Tidak sedikit juga mantan Napiter justru kembali ke masyarakat umum dan menjadi warga yang normal alias tidak lagi terlibat jaringan terorisme kembali.
"Bahkan, nama-nama dalam dunia terorisme seperti Ali Imran, Ali Fauzi dan lain-lain pun bisa disadarkan dengan program deradikalisasi dan bahkan kini berbalik arah menjadi mitra pemerintah dalam memberantas terorisme dan menjadi tokoh perubahan di kampung tempat tinggal dan sekitarnya"ujar Ismail.
Berdasarkan Undang-Undang Nomor 5 Tahun 2018 dan Perpres No. 12 Tahun 2012 tentang Perubahan atas PerpresNo. 46 tahun 2010 tentang Badan Nasional Penanggulangan Terorisme.
BNPT RI memiliki tugas dan salah satu programnya adalah deradikalisasi yang memiliki beberapa tahapan. Seperti yang ada di dalam lapas terlebih dahulu dengan identifikasi, rehabilitasi, re-edukasi, dan re-integrasi. Sedangkan, upaya pencegahan yang ada di luar lapas, dilakukan identifikasi, pembinaan keagamaan, wawasan kebangsaan, dan kewirausahaan.

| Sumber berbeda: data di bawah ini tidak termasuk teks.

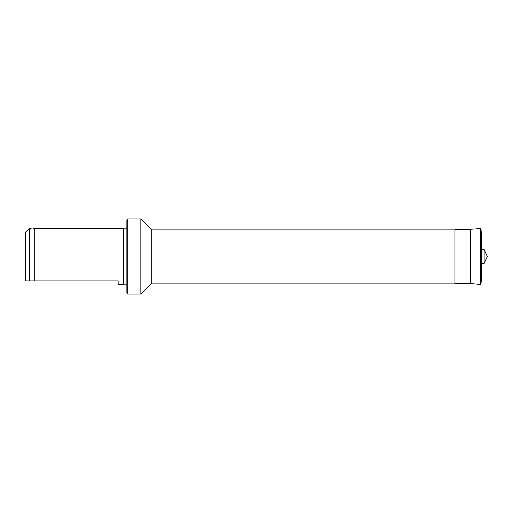 <?xml version="1.0" encoding="UTF-8"?>
<svg xmlns="http://www.w3.org/2000/svg" width="513" height="513" viewBox="0 0 513 513"><rect width="100%" height="100%" fill="white"/><g stroke="black" fill="none" stroke-linecap="round" stroke-linejoin="round"><path stroke-width="0.77" d="M34.711 256.5L34.711 280.932L118.144 280.932L118.144 284.426L123.383 284.426L123.383 228.574L34.711 228.574L34.711 256.5M29.138 228.574L29.138 280.932L25.65 280.932L25.65 232.068L29.138 228.574L29.85 228.574L29.85 280.932L34.711 280.932M126.871 228.836L123.646 228.836L123.383 284.426M127.743 294.02L127.743 218.98L126.871 219.853L126.871 293.147L127.743 294.02L140.838 294.02L140.838 218.98L151.745 229.888L151.745 283.112L140.838 294.02M470.453 283.548L470.453 229.452L454.973 229.452L454.973 283.548L470.453 283.548L480.277 284.42L481.021 283.772L481.021 229.228L481.438 235.178L481.438 277.822L481.021 283.772M484.092 263.483L487.35 256.5L484.092 249.517L484.092 263.483L481.675 263.483M29.138 280.932L29.85 280.932M470.453 229.452L470.908 229.234L470.908 283.766M470.908 229.234L480.277 228.58L480.277 284.42M481.438 235.178L481.438 277.822M34.711 228.574L32.281 229.01L29.85 228.574M123.646 284.164L126.871 284.164M151.745 283.112L454.973 283.112M481.675 235.704L481.675 277.296M481.675 249.517L484.092 249.517M480.277 228.58L481.021 229.228M151.745 229.888L454.973 229.888M127.743 218.98L140.838 218.98"/></g></svg>
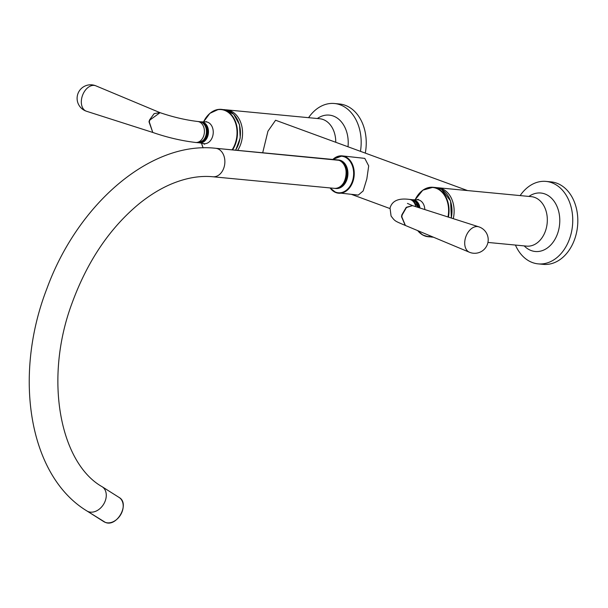 <?xml version="1.0" encoding="UTF-8"?>
<svg xmlns="http://www.w3.org/2000/svg" width="608" height="608" viewBox="0 0 608 608"><rect width="100%" height="100%" fill="white"/><g stroke="black" fill="none" stroke-linecap="round" stroke-linejoin="round"><path stroke-width="0.91" d="M515.424 245.062A41.42 30.537 -84.6 0 0 538.171 263.872L543.24 264.358A41.42 30.537 -84.6 0 0 576.262 233.837A41.42 30.537 -84.6 0 0 551.099 181.891L546.037 181.412A41.42 30.537 -84.6 0 0 520.144 195.586M538.171 263.872A41.42 30.537 -84.6 0 0 571.193 233.35A41.42 30.537 -84.6 0 0 546.037 181.412M432.334 237.097A24.852 18.324 -84.6 0 0 433.39 237.242A24.852 18.324 -84.6 0 0 433.58 237.257L433.39 237.242M453.264 218.667A24.852 18.324 -84.6 0 0 438.102 187.766A24.852 18.324 -84.6 0 0 437.046 187.705M360.483 151.156A41.42 30.537 -84.6 0 0 334.468 103.512A41.42 30.537 -84.6 0 0 308.575 117.686M237.66 150.381A24.852 18.324 -84.6 0 0 241.634 141.033A24.852 18.324 -84.6 0 0 226.533 109.866A24.852 18.324 -84.6 0 0 225.477 109.805M365.324 152.935A41.42 30.537 -84.6 0 0 339.53 103.991L334.468 103.512M149.287 121.874L152.775 132.453C167.253 137.461 181.534 140.798 195.624 142.47A10.541 7.775 -84.6 0 0 204.03 134.702A10.541 7.775 -84.6 0 0 199.082 121.813A10.541 7.775 -84.6 0 0 197.623 121.478C185.493 120.004 172.968 117.07 160.064 112.67L149.857 120.034L149.287 121.874M152.775 132.453L148.99 121.767L149.56 119.928L154.158 113.628L159.904 112.609L95.889 85.842A13.551 8.983 -69.8 0 0 95.745 85.781A13.551 8.983 -69.8 0 0 81.852 97.592A13.551 8.983 -69.8 0 0 86.526 111.256A13.551 8.983 -69.8 0 1 86.526 111.256A13.558 13.558 0 0 1 77.482 95.16A13.558 13.558 0 0 1 95.646 85.743M415.75 206.667A10.541 7.775 -84.6 0 0 410.651 199.713A10.541 7.775 -84.6 0 0 409.192 199.386C398.392 197.988 392 200.891 390.032 208.088L391.073 216.022C395.101 221.358 394.584 220.864 405.262 225.424L401.516 216.722L401.85 214.867L406.258 207.313L412.543 205.633L407.451 203.414M412.536 205.633L406.456 207.51L402.131 214.974L401.804 216.836L405.407 225.477L469.429 252.244A13.551 8.983 110.2 0 0 469.574 252.305M469.672 252.343A13.558 13.558 0 0 0 487.829 242.926A13.558 13.558 0 0 0 478.8 226.837A13.551 8.983 110.2 0 0 478.785 226.83A13.551 8.983 110.2 0 0 465.234 238.762A13.551 8.983 110.2 0 0 469.429 252.244M330.038 187.933L335.95 192.607L358.264 195.084L363.158 190.958L366.837 178.881L368.699 165.908L364.792 158.384L342.152 155.876A18.749 13.824 95.4 0 1 344.751 156.476A18.749 13.824 95.4 0 1 353.902 177.642A18.749 13.824 95.4 0 1 338.595 193.215A18.749 13.824 95.4 0 1 336.004 192.622A18.749 13.824 95.4 0 1 330.121 187.94M262.694 152.768L267.946 131.206L275.584 120.24L467.537 190.57M341.293 161.576A13.627 10.047 95.4 0 1 347.054 175.18A13.627 10.047 95.4 0 1 338.823 187.462M524.21 245.898A29.366 21.652 -84.6 0 0 558.684 229.847A29.366 21.652 -84.6 0 0 552.528 199.295A29.366 21.652 -84.6 0 0 528.922 196.422M487.943 242.44L526.581 246.126A24.852 18.324 -84.6 0 0 546.394 227.81A24.852 18.324 -84.6 0 0 531.293 196.65L438.102 187.766M348.027 146.566A29.366 21.652 -84.6 0 0 339.386 119.791A29.366 21.652 -84.6 0 0 317.353 118.522M335.76 142.052A24.852 18.324 -84.6 0 0 319.724 118.742L226.533 109.866M201.111 122.01A10.541 7.775 -84.6 0 0 199.652 121.676L201.195 122.026C207.381 124.404 211.143 140.076 197.653 142.667A10.541 7.775 -84.6 0 0 206.256 133.912A10.541 7.775 -84.6 0 0 201.111 122.01M417.863 207.343A10.541 7.775 -84.6 0 0 412.68 199.91A10.541 7.775 -84.6 0 0 411.221 199.576L412.764 199.926L418.053 207.404M431.262 237.044A24.852 18.324 -84.6 0 0 433.17 237.09L428.298 236.755A24.852 18.324 95.4 0 1 422.788 235.015M451.235 218.014A24.852 18.324 -84.6 0 0 441.484 189.308A24.852 18.324 -84.6 0 0 435.974 187.56L433.018 187.279A24.852 18.324 95.4 0 1 438.528 189.02A24.852 18.324 95.4 0 1 448.408 217.109M432.014 236.603A24.852 18.324 95.4 0 1 428.298 236.755L422.712 234.992L417.605 230.584M422.651 234.939A24.852 18.324 95.4 0 1 417.719 230.63A24.616 18.149 -84.6 0 0 422.598 234.779A24.616 18.149 -84.6 0 0 431.498 236.39M447.99 216.98A24.616 18.149 -84.6 0 0 438.186 189.21A24.616 18.149 -84.6 0 0 415.104 199.857M419.953 208.012A10.541 7.775 -84.6 0 0 415.583 200.511A10.541 7.775 -84.6 0 0 413.25 199.766L412.536 199.705A10.541 7.775 95.4 0 1 414.876 200.442A10.541 7.775 95.4 0 1 419.224 207.776M424.817 209.562A10.952 8.071 -84.6 0 0 420.181 200.556A10.952 8.071 -84.6 0 0 416.662 199.781L413.25 199.766M414.413 200.822A10.093 7.44 95.4 0 1 414.428 200.83A10.093 7.44 95.4 0 1 418.547 207.556M411.882 199.675A10.541 7.775 95.4 0 1 412.536 199.705L411.882 199.675M420.713 191.976A24.852 18.324 95.4 0 1 433.018 187.279L422.811 190.19L415.074 199.857M235.532 150.184A24.852 18.324 -84.6 0 0 239.347 124.617A24.852 18.324 -84.6 0 0 224.405 109.66L233.685 114.228L239.506 124.678L240.228 137.955L235.668 150.191M218.424 109.432A24.852 18.324 95.4 0 1 221.449 109.379A24.852 18.324 95.4 0 1 236.383 124.336A24.852 18.324 95.4 0 1 232.568 149.895M232.096 149.857A24.616 18.149 -84.6 0 0 235.418 122.649A24.616 18.149 -84.6 0 0 218.166 109.63A24.616 18.149 -84.6 0 0 203.536 121.957M200.959 142.834A10.541 7.775 -84.6 0 0 208.468 132.232A10.541 7.775 -84.6 0 0 201.681 121.866L200.967 121.798A10.541 7.775 95.4 0 1 207.761 132.164A10.541 7.775 95.4 0 1 200.252 142.766A10.541 7.775 95.4 0 1 198.968 142.789A10.541 7.775 95.4 0 1 198.322 142.69L199.675 142.857A10.541 7.775 -84.6 0 0 200.959 142.834M200.313 121.775A10.541 7.775 95.4 0 1 200.967 121.798L199.637 121.82M204.577 144.225L203.034 143.488A10.952 8.071 -84.6 0 0 205.443 143.67A10.952 8.071 -84.6 0 0 213.248 131.921A10.952 8.071 -84.6 0 0 205.094 121.881L201.681 121.866M201.522 143.123A24.616 18.149 -84.6 0 0 203.171 147.881M202.844 122.915A10.093 7.44 95.4 0 1 207.07 132.97A10.093 7.44 95.4 0 1 201.02 142.044M209.144 114.076A24.852 18.324 95.4 0 1 218.333 109.44M337.752 159.957A14.326 10.564 95.4 0 1 340.67 160.444A14.326 10.564 95.4 0 1 347.548 177.24A14.326 10.564 95.4 0 1 335.046 188.374M337.41 188.016A13.878 10.23 -84.6 0 0 347.221 175.4A13.878 10.23 -84.6 0 0 340.29 160.854A13.878 10.23 -84.6 0 0 340.009 160.755M330.288 187.956A18.346 13.528 -84.6 0 0 335.798 192.204A18.346 13.528 -84.6 0 0 352.959 179.261A18.346 13.528 -84.6 0 0 344.356 156.834A18.346 13.528 -84.6 0 0 333.002 159.471M332.842 159.456A18.749 13.824 95.4 0 1 342.152 155.876L332.758 159.448M212.929 176.768A14.311 10.549 -84.6 0 0 224.61 164.89A14.311 10.549 -84.6 0 0 217.618 148.74A14.311 10.549 -84.6 0 0 215.642 148.284C150.222 140.965 77.566 204.326 46.877 288.663C13.133 375.531 28.546 475.517 86.853 510.918L103.778 521.618A14.311 10.602 -57.7 0 0 105.275 522.356A14.311 10.602 -57.7 0 0 120.962 514.224A14.311 10.602 -57.7 0 0 119.069 497.428C130.31 503.485 116.972 527.607 105.306 522.371L103.778 521.618A14.311 10.602 -57.7 0 0 105.275 522.356A14.311 10.602 -57.7 0 0 120.962 514.224A14.311 10.602 -57.7 0 0 119.069 497.428C130.31 503.485 116.972 527.607 105.306 522.371L86.853 510.918A14.311 10.602 122.3 0 0 88.35 511.655A14.311 10.602 122.3 0 1 86.853 510.918C28.546 475.517 13.133 375.531 46.877 288.663C77.566 204.326 150.222 140.965 215.642 148.284L336.992 159.851A14.311 10.549 -84.6 0 1 338.968 160.307A14.311 10.549 -84.6 0 0 336.992 159.851L339.006 160.314C351.052 163.81 346.59 190.403 334.278 188.336A14.311 10.549 -84.6 0 0 345.96 176.457A14.311 10.549 -84.6 0 0 338.968 160.307A14.311 10.549 -84.6 0 1 345.96 176.457A14.311 10.549 -84.6 0 1 334.278 188.336L212.929 176.768A14.311 10.549 -84.6 0 0 224.61 164.89A14.311 10.549 -84.6 0 0 217.618 148.74A14.311 10.549 -84.6 0 0 215.642 148.284L339.006 160.314C351.052 163.81 346.59 190.403 334.278 188.336L212.929 176.768C199.872 175.492 186.025 177.901 171.388 183.996C160.497 188.594 149.75 195.183 139.126 203.764C109.835 228.008 87.506 261.052 72.147 302.875C43.525 379.141 60.192 463.083 102.144 486.734A14.311 10.602 122.3 0 1 104.036 503.523A14.311 10.602 122.3 0 1 88.35 511.655A14.311 10.602 122.3 0 0 104.036 503.523A14.311 10.602 122.3 0 0 102.144 486.734L119.069 497.428L102.144 486.734C60.192 463.083 43.525 379.141 72.147 302.875C87.506 261.052 109.835 228.008 139.126 203.764C149.75 195.183 160.497 188.594 171.388 183.996C186.025 177.901 199.872 175.492 212.929 176.768M199.652 121.676L197.623 121.478M197.653 142.667L195.624 142.47M152.623 132.4L86.526 111.264M411.221 199.576L409.192 199.386M412.703 205.686L478.785 226.83M435.974 187.56L441.59 189.339L450.581 200.99L451.387 218.067M418.312 199.348L416.662 199.781M224.405 109.66L218.378 109.432L209.882 113.339L203.505 121.957M203.034 143.488L199.675 142.857M205.094 121.881L206.484 121.653M201.484 143.116L203.125 147.881M351.69 194.461L389.933 208.544"/></g></svg>

"Impact program deradikalisasi semestinya tidak hanya bergantung ketika Napiter tersebut berada dalam lapas, namun juga di luar lapas. Di tahapan ini, keberhasilan program deradikalisasi dan mitigasi virus radikalisme terorisme sangat bergantung pada kerjasama dan sinergisitas dari seluruh lapisan masyarakat dengan pendekatan hulu ke hilir,"papar dia.
Ismail melihat peran dari keluarga, lingkungan terdekat, dan masyarakat pada umumnya memiliki peranan yang strategis dalam menjaga mereka agar tidak kembali kepada pemikiran radikal yang menghalalkan kekerasan.
"Keluarga idealnya menjadi bagian anggota masyarakat terkecil yang kuat memberikan dukungan positif bagi para mantan Napiter yang telah keluar dari penjara" jelasnya.
Keluarga dan masyarakat kiranya bisa mendukung, baik secara materil maupun moril bagi kehidupan Napiter pasca menjalani hukuman.
Tidak kalah pentingnya adalah keterlibatan langsung secara aktif dari masyarakat untuk mau menerima kembali mantan Napiter kembali ke lingkungannya.
"Penerimaan sosial (social acceptance) ini sangat penting sebagai modal awal mantan napiter untuk membaur dan berinteraksi menjalani hari-hari baru pasca keluar dari penjara,"ucapnya.
Ismail juga menambahkan PP-GPII mendorong sinergisitas antar lembaga tetap solid dan bergotong-royong dalam penanggulangan radikalisme terorisme dari hulu ke hilir. Seperti kolaborasi antara BNPT RI, Polri, BIN, BAIS TNI dan lainnya.
"BNPT perlu lebih banyak melibatkan banyak pihak untuk bergotong royong mencegah aksi-aksi serupa" pungkasnya.